Именно эта тенденция ставить жертвам ошибочные диагнозы стала основой споров, разразившихся в середине 1980-х, когда составлялась новая редакция диагностического и статистического руководства по психическим расстройствам Американской психиатрической ассоциации. Группа мужчин-психоаналитиков предложила внести в номенклатуру «мазохистическое расстройство личности». Этот гипотетический диагноз предполагалось применять к любому человеку, который «остается в отношениях, где один партнер эксплуатирует, оскорбляет, использует другого или прибегает к насилию, несмотря на наличие возможности изменить ситуацию». Ряд женских организаций выразил свое возмущение, и разгорелись жаркие общественные дебаты. Женщины настаивали на том, чтобы процесс создания диагностического канона стал открытым (прежде он оставался в руках небольшой группы мужчин), и впервые приняли участие в именовании психологической реальности.
Я была одной из участниц этого процесса. Больше всего меня в то время поразило то, насколько мало значили рациональные аргументы. Представители женщин приходили на обсуждение подготовленными, с тщательно проработанными, логичными, подкрепленными всеми необходимыми документами, исчерпывающими докладами, обосновывающими их позицию. Эти документы доказывали, что предлагаемая диагностическая концепция имеет мало научных оснований, игнорирует недавние открытия в понимании психологии виктимизации и социально регрессивна и дискриминационна по своему воздействию, поскольку ее будут использовать для стигматизации людей, лишенных власти и голоса[391].
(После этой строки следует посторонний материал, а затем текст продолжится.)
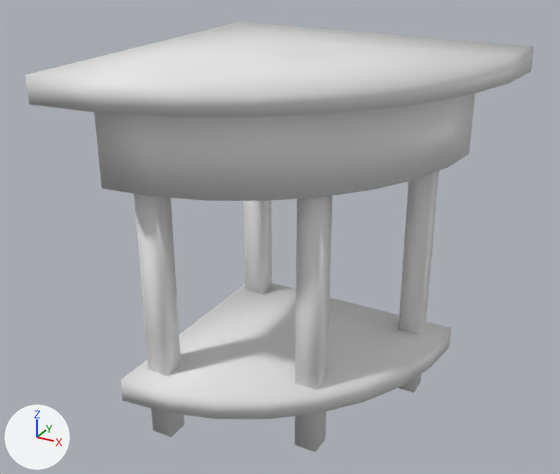
Renders of the glTF model assets/3d/objects/blue/hotel/raw/CornerTable.glb from each side of a commit.
One viewpoint serves both versions: a 50 mm lens placed at (1.76, -2.92, 1.91), pointed at (0.44, -0.53, 0.71). The axes (+X, +Y, +Z) are drawn at lower left. The lights are the same throughout. The picture after the commit comes second. Vertices at exactly the same position are counted once.

In view in the first picture: 'CornerTable'.
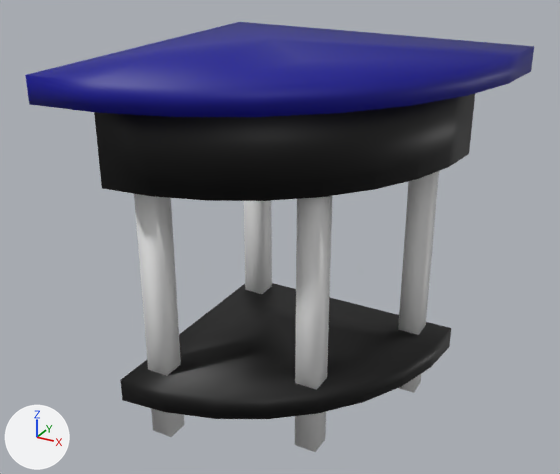
Diff of the bpy script that builds the scene:
```diff
--- a/assets/3d/objects/blue/hotel/raw/CornerTable.glb.py
+++ b/assets/3d/objects/blue/hotel/raw/CornerTable.glb.py
@@ mat_black @@
+mat_black = principled_material('Black')
+mat_black.base_color = (0.0, 0.0, 0.0)  # black #000000
@@ mat_blue @@
+mat_blue = principled_material('Blue')
+mat_blue.base_color = (0.000399, 0.0, 0.29)  # blue #010093
@@ mat_white @@
+mat_white = principled_material('White')
+mat_white.base_color = (0.8, 0.8, 0.8)  # white #e7e7e7
@@ me_cylinder_008 @@
 me_cylinder_008.from_pydata(...)  # 104 vertices, 180 faces; spans x -0.125..1.17, y -1.163..0.129, z -0.095..1.395
 # used by ob_cornertable; location = (0.0, 0.0, 0.0)
+# me_cylinder_008 part 1: 44 of the faces centred in x -0.002..0.994, y -0.994..0.0, z 0.104..0.199 switch from no material to mat_black (black #000000)
+# me_cylinder_008 part 2: 44 of the faces centred in x -0.002..0.994, y -0.994..0.0, z 0.985..1.301 switch from no material to mat_black (black #000000)
+# me_cylinder_008 part 3: 44 of the faces centred in x -0.124..1.162, y -1.154..0.129, z 1.301..1.395 switch from no material to mat_blue (blue #010093)
+me_cylinder_008.materials.append(mat_white)  # white #e7e7e7
```

What differs and where, as boxes (x1, y1, x2, y2) in the pictures (560 x 474 px):
part 1 of me_cylinder_008, recoloured (white to black)
    both: (120, 283, 451, 419)
part 2 of me_cylinder_008, recoloured (white to black)
    both: (94, 94, 475, 201)
part 3 of me_cylinder_008, recoloured (white to blue)
    both: (25, 22, 534, 117)

Мужчины, представители психиатрического истеблишмента, упорствовали в слепом отрицании. Они легко признавали, что не разбираются в обширной литературе последнего десятилетия, посвященной психологической травме, но не понимали, почему это должно их волновать. Один из членов совета доверенных лиц Американской психиатрической ассоциации считал дискуссию о жертвах домашнего насилия «нерелевантной». Другой попросту заявил: «Я никаких жертв не вижу»[392].
В конце концов в результате поднятого организованными группами женщин шума и широкого освещения в СМИ, подогретого спорностью вопроса, стал возможен некоторый компромисс[393]. Название предлагаемого диагноза заменили на «самоповреждающее расстройство личности». Критерии для постановки диагноза изменились, так что этот ярлык не мог применяться к людям, у которых была подтвержденная история физического, сексуального или психологического насилия. Самое важное, что это расстройство было включено не в основной текст руководства, а в приложение. Тем самым ему был присвоен апокрифический статус внутри канона, в котором оно пребывает и по сей день.